Gegenwärtig werden auf EU-Ebene einheitliche Methoden zur Bewertung von Kombinationswirkungen entwickelt. Das BfR ist an der Methodenentwicklung beteiligt, die in enger Kooperation mit der Europäischen Behörde für Lebensmittelsicherheit (EFSA) erfolgt. Selbstverständlich werden die Entwicklungen Eingang in die Bewertungspraxis des BfR finden.
Bereits jetzt ist die Bewertung von Kumulations- und Synergieeffekten vorgeschrieben. Enthält das Pflanzenschutzmittel z.B. mehrere Wirkstoffe, wird die gemeinsame Wirkung dieser Stoffe in den Prüfungen und Bewertungen zur Präparatetoxizität erfasst.
Deutschland ist das Land in der EU, in dem mit Abstand die meisten Lebensmittelproben auf Pestizide untersucht werden. Auch das Spektrum der unterschiedlichen Pestizide, die bei den Untersuchungen erfasst werden, ist höher als in anderen EU-Staaten. Insofern verwundert es nicht, dass laut Greenpeace in Deutschland die meisten unterschiedlichen Pestizide gefunden wurden.

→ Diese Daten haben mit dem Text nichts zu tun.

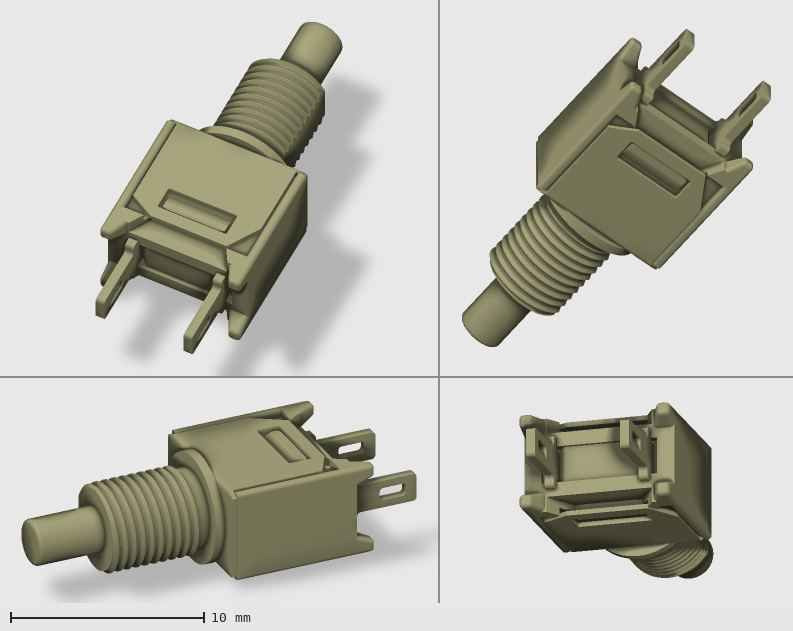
import cadquery as cq
import math


plunger_tip_y = 9.71
plunger_radius = 1.25
plunger_tip_fillet = 0.2

bushing_tip_y = 6.02
flange_radius = 6.0 / 2
flange_thickness = 0.5
neck_radius = 2.18
key_flat_x = 2.0
thread_start_y = 1.12
thread_crest_y = 1.22
thread_last_crest_y = 5.79
thread_turns = 9
thread_pitch = (thread_last_crest_y - thread_crest_y) / thread_turns
thread_root_radius = 2.22
thread_crest_radius = 2.4
thread_crest_width = 0.05
thread_root_gap = 0.02
thread_embed = 0.06
lead_radius = 2.25
lead_margin = 0.1

sheet = 0.25
bracket_half_width = 3.96
tongue_half_width = 3.45
tongue_end_y = -6.12
tongue_left_end_x = -2.05
tongue_right_end_x = 2.35
tongue_left_cut_y = -5.35
tongue_right_cut_y = -4.32
wing_top_z = 2.28
window_half_width = 2.0
window_near_y = -5.44
window_far_y = -4.13
window_corner = 0.1

housing_half_width = 4.05
half_height = 2.53
housing_face_y = -7.03
leg_tip_y = -8.07
edge_fillet = 0.2
leg_base_x = 2.95
leg_tip_x = 3.4
leg_base_z = 1.47
leg_tip_z = 1.87
channel_floor_z = 2.1
channel_half_width = 3.53
channel_end_y = -6.25
relief_floor_z = 1.72
relief_mouth_half_width = 2.85
relief_inner_half_width = 1.78
relief_inner_y = -5.23
catch_face_half_width = 1.47
catch_face_y = -5.31
catch_foot_y = -4.3
catch_knee_y = -4.69
catch_knee_z = 2.32
catch_crest_y = -4.88
catch_crest_z = 2.4

opening_half_width = 3.11
opening_half_height = 0.98
seal_back_y = -5.19
seal_recess = 0.2
groove_depth = 0.33

terminal_pitch = 5.06
terminal_thickness = 0.5
terminal_tip_y = -11.04
blade_half_height = 1.55 / 2
head_half_height = 1.41
head_end_y = -7.64
terminal_fillet = 0.2
eye_near_y = -10.44
eye_far_y = -8.92
eye_height = 0.7
eye_corner = 0.2

housing_front_y = -sheet
selection_margin = 0.02
terminal_places = [-terminal_pitch / 2, terminal_pitch / 2]


def block(x_min, x_max, y_min, y_max, z_min, z_max):
    """A box between the given limits."""
    size = (x_max - x_min, y_max - y_min, z_max - z_min)
    return cq.Workplane("XY").box(*size, centered=False).translate((x_min, y_min, z_min))


def rod(radius, y_min, y_max):
    """A cylinder on the Y axis."""
    return cq.Workplane("XZ", origin=(0, y_min, 0)).circle(radius).extrude(y_min - y_max)


def across_x(points, half_width):
    """A prism from (y, z) points, centred on X = 0."""
    return cq.Workplane("YZ").polyline(points).close().extrude(half_width, both=True)


def both_sides(shape):
    """The shape together with its mirror image below Z = 0."""
    return shape.union(shape.mirror("XY"))


def make_plunger():
    return rod(plunger_radius, 0, plunger_tip_y).faces(">Y").edges().fillet(plunger_tip_fillet)


def make_threaded_length():
    """Core with a helical ridge, built on the Z axis, turned onto +Y and trimmed to the threaded length."""
    start = thread_crest_y - thread_pitch / 2
    height = (thread_turns + 2) * thread_pitch
    path = cq.Workplane(cq.Wire.makeHelix(thread_pitch, height, thread_root_radius))
    base = (thread_pitch - thread_root_gap) / 2
    crest = thread_crest_width / 2
    inner = thread_root_radius - thread_embed
    ridge = (
        cq.Workplane("XZ")
        .polyline([
            (inner, -base), (thread_crest_radius, -crest), (thread_crest_radius, crest), (inner, base),
        ])
        .close()
        .sweep(path, isFrenet=True)
        .translate((0, 0, start))
        .rotate((0, 0, 0), (1, 0, 0), -90)
    )
    core = rod(thread_root_radius, start - thread_pitch, start + height + thread_pitch)
    envelope = rod(thread_crest_radius + lead_margin, thread_start_y, bushing_tip_y)
    envelope = envelope.faces(">Y").edges().chamfer(thread_crest_radius + lead_margin - lead_radius)
    return core.union(ridge).intersect(envelope)


def make_bushing():
    neck = rod(neck_radius, 0, thread_start_y).union(make_threaded_length())
    beyond_flat = block(key_flat_x, flange_radius, 0, bushing_tip_y, -flange_radius, flange_radius)
    flange = rod(flange_radius, 0, flange_thickness)
    bore = rod(plunger_radius, 0, bushing_tip_y)
    return neck.cut(beyond_flat).union(flange).cut(bore)


def make_bracket():
    """Front plate with two tongues folded back over the housing."""
    inner_z = half_height - sheet
    wrap = block(-bracket_half_width, bracket_half_width, tongue_end_y, 0, -half_height, half_height)
    wrap = wrap.faces(">Y").edges("|X").fillet(sheet)
    wrap = wrap.cut(
        block(-bracket_half_width, bracket_half_width, tongue_end_y, housing_front_y, -inner_z, inner_z)
    )
    plan = (
        cq.Workplane("XY")
        .polyline([
            (-bracket_half_width, 0), (bracket_half_width, 0),
            (bracket_half_width, housing_front_y), (tongue_half_width, housing_front_y),
            (tongue_half_width, tongue_right_cut_y), (tongue_right_end_x, tongue_end_y),
            (tongue_left_end_x, tongue_end_y), (-tongue_half_width, tongue_left_cut_y),
            (-tongue_half_width, housing_front_y), (-bracket_half_width, housing_front_y),
        ])
        .close()
        .extrude(half_height, both=True)
    )
    elevation = (
        cq.Workplane("XZ")
        .polyline([
            (-bracket_half_width, -wing_top_z), (-tongue_half_width, -half_height),
            (tongue_half_width, -half_height), (bracket_half_width, -wing_top_z),
            (bracket_half_width, wing_top_z), (tongue_half_width, half_height),
            (-tongue_half_width, half_height), (-bracket_half_width, wing_top_z),
        ])
        .close()
        .extrude(-tongue_end_y)
    )
    elevation = elevation.union(elevation.mirror("XZ"))
    windows = block(
        -window_half_width, window_half_width, window_near_y, window_far_y, -half_height, half_height
    ).edges("|Z").fillet(window_corner)
    return wrap.intersect(plan).intersect(elevation).cut(windows)


def make_housing_shell():
    """Rounded block with four tapered feet at its rear corners."""
    shell = block(
        -housing_half_width, housing_half_width, leg_tip_y, housing_front_y, -half_height, half_height
    ).edges("|Y").fillet(edge_fillet)
    gap_across = across_x(
        [
            (housing_face_y, -leg_base_z), (leg_tip_y, -leg_tip_z),
            (leg_tip_y, leg_tip_z), (housing_face_y, leg_base_z),
        ],
        housing_half_width,
    )
    gap_upright = (
        cq.Workplane("XY")
        .polyline([
            (-leg_base_x, housing_face_y), (-leg_tip_x, leg_tip_y),
            (leg_tip_x, leg_tip_y), (leg_base_x, housing_face_y),
        ])
        .close()
        .extrude(half_height, both=True)
    )
    shell = shell.cut(gap_across).cut(gap_upright)
    zone_x = housing_half_width + selection_margin
    zone_z = half_height + selection_margin
    foot_zone = cq.selectors.BoxSelector(
        (-zone_x, leg_tip_y - selection_margin, -zone_z),
        (zone_x, housing_face_y - edge_fillet / 2, zone_z),
    )
    return shell.edges(foot_zone).fillet(edge_fillet)


def make_channel():
    """Space for the upper tongue: vertical walls with rounded top edges."""
    lip_x = channel_half_width + edge_fillet
    lip_z = half_height - edge_fillet
    bend = edge_fillet * (1 - math.sqrt(0.5))
    return (
        cq.Workplane("XZ", origin=(0, channel_end_y, 0))
        .moveTo(-lip_x, half_height)
        .threePointArc((-channel_half_width - bend, half_height - bend), (-channel_half_width, lip_z))
        .lineTo(-channel_half_width, channel_floor_z)
        .lineTo(channel_half_width, channel_floor_z)
        .lineTo(channel_half_width, lip_z)
        .threePointArc((channel_half_width + bend, half_height - bend), (lip_x, half_height))
        .close()
        .extrude(channel_end_y - housing_front_y)
    )


def make_relief():
    """Flared pocket under the free end of the upper tongue."""
    return (
        cq.Workplane("XY", origin=(0, 0, relief_floor_z))
        .polyline([
            (-relief_mouth_half_width, housing_face_y), (-relief_inner_half_width, relief_inner_y),
            (-catch_face_half_width, catch_face_y), (catch_face_half_width, catch_face_y),
            (relief_inner_half_width, relief_inner_y), (relief_mouth_half_width, housing_face_y),
        ])
        .close()
        .extrude(half_height - relief_floor_z)
    )


def make_catch():
    """Ramped catch that snaps into the window of the upper tongue."""
    return across_x(
        [
            (catch_foot_y, channel_floor_z), (catch_knee_y, catch_knee_z), (catch_crest_y, catch_crest_z),
            (catch_face_y, catch_crest_z), (catch_face_y, channel_floor_z),
        ],
        relief_inner_half_width,
    )


def make_housing():
    opening = block(
        -opening_half_width, opening_half_width, housing_face_y, seal_back_y,
        -opening_half_height, opening_half_height,
    )
    return (
        make_housing_shell()
        .cut(both_sides(make_channel()))
        .union(both_sides(make_catch()))
        .cut(both_sides(make_relief()))
        .cut(opening)
    )


def make_terminal(x):
    blade_x = (x - terminal_thickness / 2, x + terminal_thickness / 2)
    head = block(*blade_x, head_end_y, housing_face_y, -head_half_height, head_half_height)
    head = head.edges("|X").fillet(terminal_fillet)
    blade = block(*blade_x, terminal_tip_y, seal_back_y, -blade_half_height, blade_half_height)
    blade = blade.faces("<Y").edges("|X").fillet(terminal_fillet)
    roots = cq.selectors.BoxSelector(
        (blade_x[0], head_end_y - selection_margin, -blade_half_height - selection_margin),
        (blade_x[1], head_end_y + selection_margin, blade_half_height + selection_margin),
    )
    eye = block(*blade_x, eye_near_y, eye_far_y, -eye_height / 2, eye_height / 2)
    eye = eye.edges("|X").fillet(eye_corner)
    return head.union(blade).edges("|X").edges(roots).fillet(terminal_fillet).cut(eye)


def make_seal(terminals):
    """Plug in the rear opening, with a V groove around each terminal and a slot where it passes through."""
    outer_y = housing_face_y + seal_recess
    groove_half_width = opening_half_width - terminal_pitch / 2
    seal = block(
        -opening_half_width, opening_half_width, outer_y, seal_back_y,
        -opening_half_height, opening_half_height,
    )
    for x in terminal_places:
        groove = (
            cq.Workplane("XY")
            .polyline([
                (x - groove_half_width, outer_y),
                (x - terminal_thickness / 2, outer_y + groove_depth),
                (x + terminal_thickness / 2, outer_y + groove_depth),
                (x + groove_half_width, outer_y),
            ])
            .close()
            .extrude(opening_half_height, both=True)
        )
        seal = seal.cut(groove)
    for terminal in terminals:
        seal = seal.cut(terminal)
    return seal


plunger = make_plunger()
bushing = make_bushing()
bracket = make_bracket()
housing = make_housing()
terminals = [make_terminal(x) for x in terminal_places]
seal = make_seal(terminals)

bodies = [plunger, bushing, bracket, housing, seal, *terminals]
result = cq.Compound.makeCompound([body.solids().val() for body in bodies])

Ende letzten Jahres haben Sie eine Warnung herausgegeben, dass auf Gurken nachgewiesene Rückstände des Pestizids Fenamiphos ein Gesundheitsrisiko für Kinder darstellen. Dieser neurotoxische Stoff ist seit 2006 gar nicht mehr zugelassen. Wie kann es sein, dass er trotzdem in unsere Lebensmittel gelangen kann?
Die Gurken, in denen die Fenamiphos-Rückstände gefunden wurden, sind zwar in Deutschland untersucht, aber nicht hier angebaut worden. Während in Deutschland derzeit kein Pflanzenschutzmittel mit Fenamiphos zugelassen ist, muss dies für andere Länder nicht der Fall sein.
Jedes Lebensmittel, das in Deutschland gehandelt wird, muss die aktuell geltenden Rückstandshöchstgehalte der EU einhalten. Höchstgehalte werden auch für Stoffe festgesetzt, die in Deutschland nicht mehr angewendet werden. Durch die Festsetzung von Rückstandshöchstgehalten auch für solche Stoffe können wir aber sicherstellen, dass Verbraucher vor diesen Stoffen ausreichend geschützt sind.
Welche Tipps geben Sie Verbrauchern: Wie sollen sie am besten mit Obst und Gemüse frisch vom Markt umgehen, um möglichst wenig Pestizide aufzunehmen?
Grundsätzlich gilt, dass Verbraucher aus Gründen der Lebensmittelhygiene, zum Schutz vor Keimen, Obst und Gemüse vor dem Verzehr gründlich waschen sollten. Dies kann manchmal auch zu einer Verminderung von Pestizidrückständen beitragen.
Da die Risikobewertung für Pestizidrückstände immer den kritischsten denkbaren Fall des Verzehrs berücksichtigt, also z.B. den Fall, dass ein Verbraucher ungewaschene und ungeschälte Äpfel in Mengen verzehrt, sind Verbraucher unabhängig vom weiteren Umgang mit ihren Lebensmitteln auf der sicheren Seite, was die Pestizidrückstände betrifft. Weitere umfassende Informationen zu Rückständen von Pflanzenschutzmittelwirkstoffen finden Sie in unseren „Fragen und Antworten” zum Thema.
Frau Ewald, herzlichen Dank für dieses Interview.